É verdade. Toda a gente diz tanta coisa. Toda a gente acha que encontrou a fórmula para a melhor forma de fazer. E eu também acho que sei e que sei a melhor forma. Mas às vezes também tenho dúvidas. E todas as mulheres que sentem essas dúvidas procuram ajuda, querem opiniões e às vezes essas opiniões deixam-nas baralhadas. Outras vezes não procuram opiniões mas toda a gente teima em comentar o que fazem, como fazem, se concordam se não concordam e por fim parece haver uma infindável gama de literatura sobre todos os assuntos e métodos. Claro que os mais frequentes são o evitar colo, não o habitue mal, dê-lhe limites, diga que não, e nós lemos vamos ficando com um nozinho na garganta e ou aceitamos que estamos contra o mundo ou aderimos a esta conversa errada (é a minha opinião).

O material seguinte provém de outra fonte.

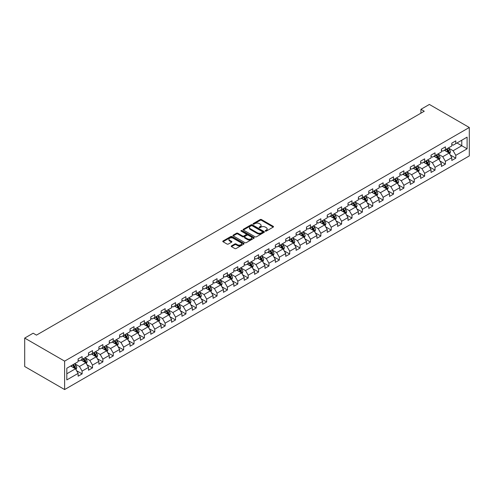 <?xml version="1.0" encoding="UTF-8"?>
<svg xmlns="http://www.w3.org/2000/svg" width="494" height="494" viewBox="0 0 494 494"><rect width="100%" height="100%" fill="white"/><g stroke="black" fill="none" stroke-linecap="round" stroke-linejoin="round"><path stroke-width="0.74" d="M265.383 231.106A0.648 0.37 0 0 0 266.297 231.106L273.238 227.098A0.926 0.531 0 0 0 273.509 226.721A0.926 0.531 0 0 0 273.238 226.345L261.48 219.558A0.926 0.531 0 0 0 260.177 219.558L253.237 223.566A0.648 0.37 0 0 0 254.151 224.091L255.046 223.578A2.958 1.704 0 0 1 259.227 223.578L260.208 224.14A2.958 1.704 0 0 1 261.073 225.35A2.958 1.704 0 0 1 260.208 226.555L259.307 227.073A0.648 0.37 0 0 0 260.221 227.598L261.122 227.079A2.958 1.704 0 0 1 265.303 227.079L266.278 227.648A2.958 1.704 0 0 1 267.149 228.852A2.958 1.704 0 0 1 266.278 230.062L265.383 230.581A0.648 0.37 0 0 0 265.383 231.106L265.383 230.581M231.501 245.876A0.926 0.531 0 0 0 231.235 246.253A0.926 0.531 0 0 0 231.501 246.636L234.798 248.538A0.926 0.531 0 0 0 236.107 248.538L243.814 244.085A0.926 0.531 0 0 0 244.085 243.709A0.926 0.531 0 0 0 243.814 243.332L232.057 236.546A0.926 0.531 0 0 0 230.754 236.546L223.047 240.998A0.926 0.531 0 0 0 222.775 241.375A0.926 0.531 0 0 0 223.047 241.751L227.03 244.048A0.926 0.531 0 0 0 228.333 244.048L231.637 242.146A0.926 0.531 0 0 0 231.902 241.77A0.926 0.531 0 0 0 231.637 241.393L229.661 240.251A2.47 1.426 0 0 1 228.932 239.244A2.47 1.426 0 0 1 230.457 237.923A2.47 1.426 0 0 1 233.149 238.232L240.893 242.702A2.47 1.426 0 0 1 241.615 243.709A2.47 1.426 0 0 1 240.09 245.03A2.47 1.426 0 0 1 237.398 244.721L236.107 243.974A0.926 0.531 0 0 0 234.798 243.974L231.501 245.876L231.501 246.636L234.798 244.74L234.798 243.974M469.3 127.489L429.379 104.444L420.925 109.322L424.253 111.243L36.476 335.123L33.147 333.203L24.7 338.081L64.621 361.133L469.3 127.489L469.3 155.919L64.621 389.556L64.621 361.133M255.114 236.811A0.926 0.531 0 0 0 256.417 236.811L264.123 232.359A0.926 0.531 0 0 0 264.395 231.982A0.926 0.531 0 0 0 264.123 231.606L252.372 224.819A0.926 0.531 0 0 0 251.063 224.819L243.357 229.272A0.926 0.531 0 0 0 243.085 229.648A0.926 0.531 0 0 0 243.357 230.025L255.114 236.811M241.362 231.248A0.648 0.37 0 0 1 242.017 231.34L242.017 230.568L253.972 237.472A0.926 0.531 0 0 1 254.243 237.849A0.926 0.531 0 0 1 253.972 238.225L246.265 242.671A0.926 0.531 0 0 1 244.956 242.671L233.199 235.885L236.496 233.995L236.496 233.23L233.199 235.132A0.926 0.531 0 0 0 232.933 235.508A0.926 0.531 0 0 0 233.199 235.885L233.199 235.132M236.496 233.995A0.926 0.531 0 0 1 237.805 233.995L237.805 233.23A0.926 0.531 0 0 0 236.496 233.23M237.805 233.23L242.573 235.984A0.926 0.531 0 0 0 243.882 235.984L246.068 234.718A0.926 0.531 0 0 0 246.339 234.341A0.926 0.531 0 0 0 246.068 233.965L241.103 231.099A0.648 0.37 0 0 1 242.017 230.568M76.564 370.679L82.121 373.884L82.121 371.08L88.506 367.394L88.506 370.197L92.502 367.894L92.502 365.085L98.886 361.398L98.886 364.202L102.882 361.898L102.882 359.095L109.267 355.408L109.267 358.212L113.262 355.908L113.262 353.099L119.647 349.412L119.647 352.216L123.642 349.913L123.642 347.109L130.027 343.423L130.027 346.226L134.022 343.923L134.022 341.113L140.407 337.427L140.407 340.23L144.402 337.927L144.402 335.123L150.787 331.437L150.787 334.24L154.783 331.937L154.783 329.134L161.168 325.441L161.168 328.244L165.157 325.941L165.157 323.138L171.548 319.451L171.548 322.255L175.537 319.951L175.537 317.148L181.928 313.455L181.928 316.265L185.917 313.956L185.917 311.152L192.308 307.466L192.308 310.269L196.297 307.966L196.297 305.162L202.688 301.47L202.688 304.279L206.677 301.97L206.677 299.166L213.068 295.48L213.068 298.283L217.057 295.98L217.057 293.177L223.449 289.484L223.449 292.294L227.438 289.984L227.438 287.181L233.829 283.494L233.829 286.298L237.818 283.994L237.818 281.191L244.203 277.498L244.203 280.308L248.198 277.999L248.198 275.195L254.583 271.509L254.583 274.312L258.578 272.009L258.578 269.205L264.963 265.519L264.963 268.322L268.958 266.013L268.958 263.209L275.343 259.523L275.343 262.326L279.338 260.023L279.338 257.22L285.723 253.533L285.723 256.337L289.719 254.027L289.719 251.224L296.104 247.537L296.104 250.341L300.099 248.037L300.099 245.234L306.484 241.547L306.484 244.351L310.479 242.048L310.479 239.238L316.864 235.552L316.864 238.355L320.853 236.052L320.853 233.248L327.244 229.562L327.244 232.365L331.233 230.062L331.233 227.252L337.624 223.566L337.624 226.369L341.613 224.066L341.613 221.263L348.004 217.576L348.004 220.38L351.994 218.076L351.994 215.267L358.385 211.58L358.385 214.384L362.374 212.08L362.374 209.277L368.765 205.59L368.765 208.394L372.754 206.091L372.754 203.281L379.145 199.595L379.145 202.398L383.134 200.095L383.134 197.291L389.525 193.605L389.525 196.408L393.514 194.105L393.514 191.302L399.899 187.609L399.899 190.412L403.894 188.109L403.894 185.306L410.279 181.619L410.279 184.423L414.275 182.119L414.275 179.316L420.66 175.623L420.66 178.433L424.655 176.123L424.655 173.32L431.04 169.633L431.04 172.437L435.035 170.134L435.035 167.33L441.42 163.638L441.42 166.447L445.415 164.138L445.415 161.334L451.8 157.648L451.8 160.451L455.795 158.148L455.795 155.344L467.102 148.811L467.102 137.134L461.779 140.21L461.779 145.736L467.102 148.811M82.121 373.884L78.126 376.187L78.126 373.384L66.82 379.917L66.82 368.24L78.126 361.707L78.126 358.903L82.121 356.6L82.121 359.404L88.506 355.711L88.506 352.907L92.502 350.604L92.502 353.408L98.886 349.721L98.886 346.918L102.882 344.614L102.882 347.418L109.267 343.731L109.267 340.922L113.262 338.618L113.262 341.422L119.647 337.735L119.647 334.932L123.642 332.629L123.642 335.432L130.027 331.746L130.027 328.936L134.022 326.633L134.022 329.436L140.407 325.75L140.407 322.946L144.402 320.643L144.402 323.447L150.787 319.76L150.787 316.95L154.783 314.647L154.783 317.451L161.168 313.764L161.168 310.961L165.157 308.657L165.157 311.461L171.548 307.774L171.548 304.965L175.537 302.661L175.537 305.465L181.928 301.778L181.928 298.975L185.917 296.672L185.917 299.475L192.308 295.789L192.308 292.985L196.297 290.676L196.297 293.479L202.688 289.793L202.688 286.989L206.677 284.686L206.677 287.489L213.068 283.803L213.068 281L217.057 278.69L217.057 281.494L223.449 277.807L223.449 275.004L227.438 272.7L227.438 275.504L233.829 271.817L233.829 269.014L237.818 266.704L237.818 269.514L244.203 265.821L244.203 263.018L248.198 260.715L248.198 263.518L254.583 259.832L254.583 257.028L258.578 254.719L258.578 257.528L264.963 253.836L264.963 251.032L268.958 248.729L268.958 251.532L275.343 247.846L275.343 245.043L279.338 242.733L279.338 245.543L285.723 241.85L285.723 239.047L289.719 236.743L289.719 239.547L296.104 235.86L296.104 233.057L300.099 230.747L300.099 233.557L306.484 229.864L306.484 227.061L310.479 224.758L310.479 227.561L316.864 223.875L316.864 221.071L320.853 218.768L320.853 221.571L327.244 217.879L327.244 215.075L331.233 212.772L331.233 215.575L337.624 211.889L337.624 209.086L341.613 206.782L341.613 209.586L348.004 205.899L348.004 203.09L351.994 200.786L351.994 203.59L358.385 199.903L358.385 197.1L362.374 194.797L362.374 197.6L368.765 193.914L368.765 191.104L372.754 188.801L372.754 191.604L379.145 187.918L379.145 185.114L383.134 182.811L383.134 185.614L389.525 181.928L389.525 179.118L393.514 176.815L393.514 179.618L399.899 175.932L399.899 173.128L403.894 170.825L403.894 173.629L410.279 169.942L410.279 167.133L414.275 164.829L414.275 167.633L420.66 163.946L420.66 161.143L424.655 158.84L424.655 161.643L431.04 157.957L431.04 155.153L435.035 152.844L435.035 155.647L441.42 151.961L441.42 149.157L445.415 146.854L445.415 149.657L451.8 145.971L451.8 143.167L455.795 140.858L455.795 143.661L467.102 137.134M81.059 360.015L85.845 362.781L79.46 366.468L74.668 363.701M78.126 360.169L79.46 360.941L82.121 359.404M79.46 366.468L82.121 371.08M85.845 362.781L88.506 367.394M91.439 354.025L96.225 356.791L89.84 360.478L85.048 357.712M88.506 354.179L89.84 354.945L92.502 353.408M89.84 360.478L92.502 365.085M96.225 356.791L98.886 361.398M101.813 348.029L106.605 350.796L100.22 354.482L95.428 351.716M98.886 348.184L100.22 348.955L102.882 347.418M100.22 354.482L102.882 359.095M106.605 350.796L109.267 355.408M112.194 342.039L116.985 344.806L110.6 348.492L105.809 345.726M109.267 342.194L110.6 342.959L113.262 341.422M110.6 348.492L113.262 353.099M116.985 344.806L119.647 349.412M122.574 336.044L127.366 338.81L120.981 342.496L116.189 339.736M119.647 336.198L120.981 336.97L123.642 335.432M120.981 342.496L123.642 347.109M127.366 338.81L130.027 343.423M132.954 330.054L137.746 332.82L131.361 336.507L126.569 333.74M130.027 330.208L131.361 330.974L134.022 329.436M131.361 336.507L134.022 341.113M137.746 332.82L140.407 337.427M143.334 324.058L148.126 326.824L141.741 330.511L136.949 327.75M140.407 324.212L141.741 324.984L144.402 323.447M141.741 330.511L144.402 335.123M148.126 326.824L150.787 331.437M153.714 318.068L158.506 320.834L152.121 324.521L147.329 321.755M150.787 318.222L152.121 318.988L154.783 317.451M152.121 324.521L154.783 329.134M158.506 320.834L161.168 325.441M164.094 312.072L168.886 314.839L162.495 318.531L157.71 315.765M161.168 312.227L162.495 312.998L165.157 311.461M162.495 318.531L165.157 323.138M168.886 314.839L171.548 319.451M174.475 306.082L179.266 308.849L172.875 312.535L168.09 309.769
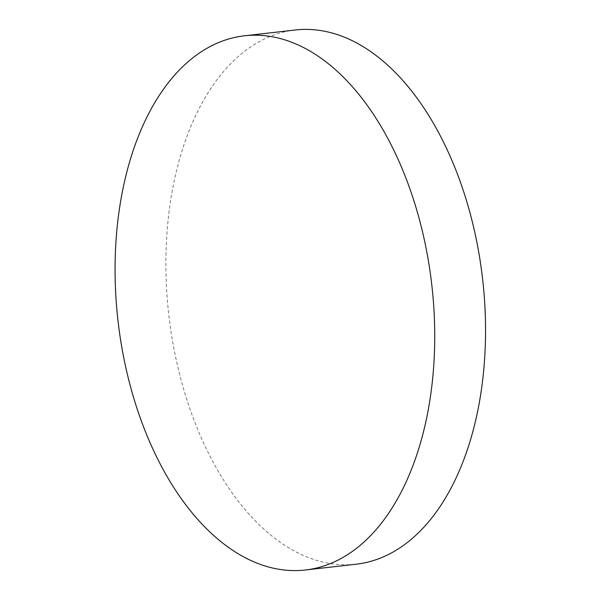 <?xml version="1.0" encoding="UTF-8"?>
<svg xmlns="http://www.w3.org/2000/svg" width="600" height="600" viewBox="0 0 600 600"><rect width="100%" height="100%" fill="white"/><g stroke="black" fill="none" stroke-linecap="round" stroke-linejoin="round"><path stroke-width="0.45" stroke-dasharray="3 2.25" d="M295.222 30A268.837 157.935 -96.5 0 0 249.09 48A268.837 157.935 -96.5 0 0 185.438 395.138A268.837 157.935 -96.5 0 0 356.228 564.195"/><path stroke-width="0.9" d="M305.407 570L356.228 564.195A268.837 157.935 -96.5 0 0 402.353 546.195A268.837 157.935 -96.5 0 0 466.005 199.058A268.837 157.935 -96.5 0 0 295.222 30L244.403 35.805A268.837 157.935 -96.5 0 0 198.27 53.805A268.837 157.935 -96.5 0 0 124.53 361.575A268.837 157.935 -96.5 0 0 305.407 570A268.837 157.935 -96.5 0 0 351.54 552A268.837 157.935 -96.5 0 0 425.28 244.23A268.837 157.935 -96.5 0 0 244.403 35.805"/></g></svg>

Sou da escola da minha mãe, acho que não existe mimo nem amor a mais. É, digamos, uma coisa impossível. Mas tantas nuances há à volta de opiniões que se partilham, tanto se diz que contraria o instinto das mães, e tantos dias há que me sinto sozinha nos meus métodos e que parece que nem o meu marido os compreende que sabe bem descobrir uma pérola que nos apoia. Meso que seja num texto ou num livro.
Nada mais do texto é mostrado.